Moreover, if blank data or integer data were found in header line, then default headers (e.g. "column3", "column10", ...) are set so as to avoid error about data frame. These numbers (column-x) mean the positions of the columns.

Other Options

encoding: option is available for reading .csv, .xls only (not supported for .xlsx) at present.

col_sep: option: You can designate csv separator with it.

sheet_i: means excel sheet to read.

replaced_by_nil: option: You set an array containing string values as this argument. The values in data file matching with items in this array are replaced by nil. (When format is "rover", it means the values are replaced by NaN.) This option is useful to treat missing values.

analyze_type: option: When it is true, numerical columns are automatically converted to columns containing Integer or Float. The default value is true.

Output

You can convert dataframe to CSV file easily. (for both Daru and Rover)

df.write_csv("output.csv")

Another tips

Daru is powerful, but it has not been maintained for a long time, and has some bugs. To avoid them, I try deploying some wrappers in it. All you need is to call yomise. For example, adding new column (vector) with operator []= may cause some unexpected behaviors, so method addvec is helpful instead of it.

# Example of adding new column (vector)
require "yomise"
df.addvec "new_vector_name", df["x"] + df["y"]

TODO

Regular expression support for header option, ignore_lines option, Numo::NArray support, method to write .xls and .xlsx, index option of write method.

Development

After checking out the repo, run bin/setup to install dependencies. Then, run rake spec to run the tests. You can also run bin/console for an interactive prompt that will allow you to experiment.

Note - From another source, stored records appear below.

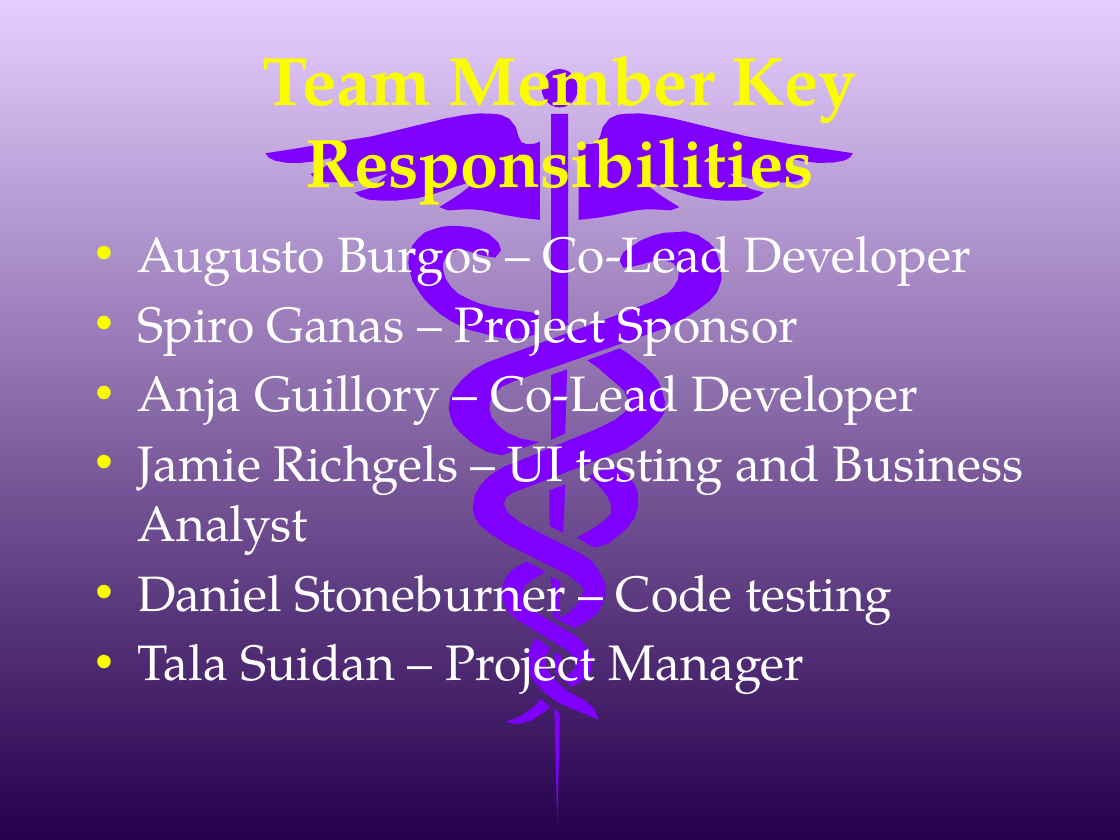
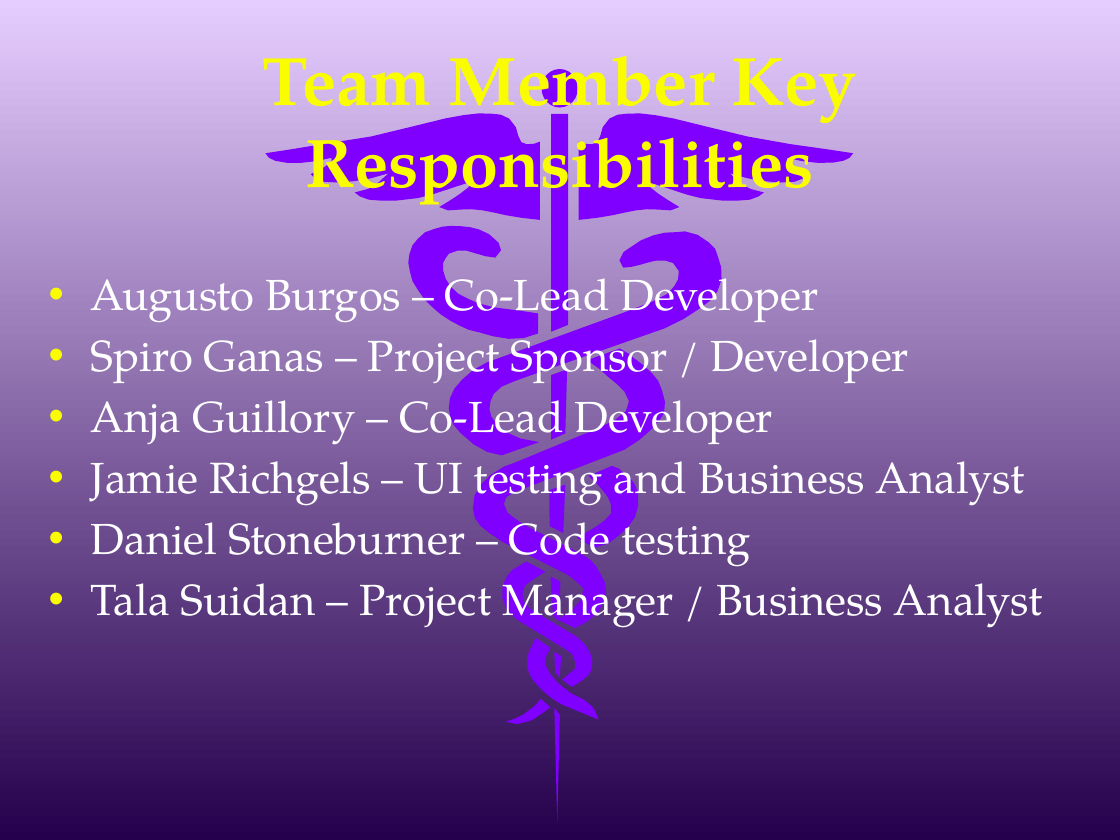
Before and after one commit to AnjaGuillory/FHIRED_Up, a slide deck: slide 8 of Team Deliverable 1/ACA Risk Adjustment EHR Enhancement.pptx. Drawn at 1120x840 pixels with LibreOffice and Linux fonts; fonts in the diff are those of the drawing. Boxes give left, top, right and bottom in pixels: in the first picture for what was removed or moved away, otherwise in the second. Text is boxed around its words. In the diff, an @@ line names an element or a change of style, - is before the commit and + after.

```diff
--- a/Team Deliverable 1/ACA Risk Adjustment EHR Enhancement.pptx
+++ b/Team Deliverable 1/ACA Risk Adjustment EHR Enhancement.pptx
@@ text "Augusto Burgos – Co-Lead Developer": place and size @@
-text "Augusto Burgos – Co-Lead Developer" at (137,220,1024,699)
+text "Augusto Burgos – Co-Lead Developer" at (91,265,1043,632)
@@ text at (91,265,1025,571): size 32 to 28 pt in "Augusto Burgos – Co-Lead Developer", "Anja Guillory – Co-Lead Developer", "Jamie Richgels – UI testing and Business ...", "Daniel Stoneburner – Code testing" @@
@@ text at (91,326,909,388): text changed; size 32 to 28 pt @@
-• Spiro Ganas – Project Sponsor
+• Spiro Ganas – Project Sponsor / Developer
@@ text at (91,570,1043,632): text changed; size 32 to 28 pt @@
-• Tala Suidan – Project Manager
+• Tala Suidan – Project Manager / Business Analyst
```
Also in this commit, not shown: 5 other slides changed, 2 slides added, 1 slide removed, 2 other files.

To install this gem onto your local machine, run bundle exec rake install. To release a new version, update the version number in version.rb, and then run bundle exec rake release, which will create a git tag for the version, push git commits and tags, and push the .gem file to rubygems.org.

Contributing

Bug reports and pull requests are welcome on GitHub at https://github.com/[USERNAME]/meshgrid. This project is intended to be a safe, welcoming space for collaboration, and contributors are expected to adhere to the code of conduct.

License

The gem is available as open source under the terms of the MIT License.

Code of Conduct

Everyone interacting in the Meshgrid project's codebases, issue trackers, chat rooms and mailing lists is expected to follow the code of conduct.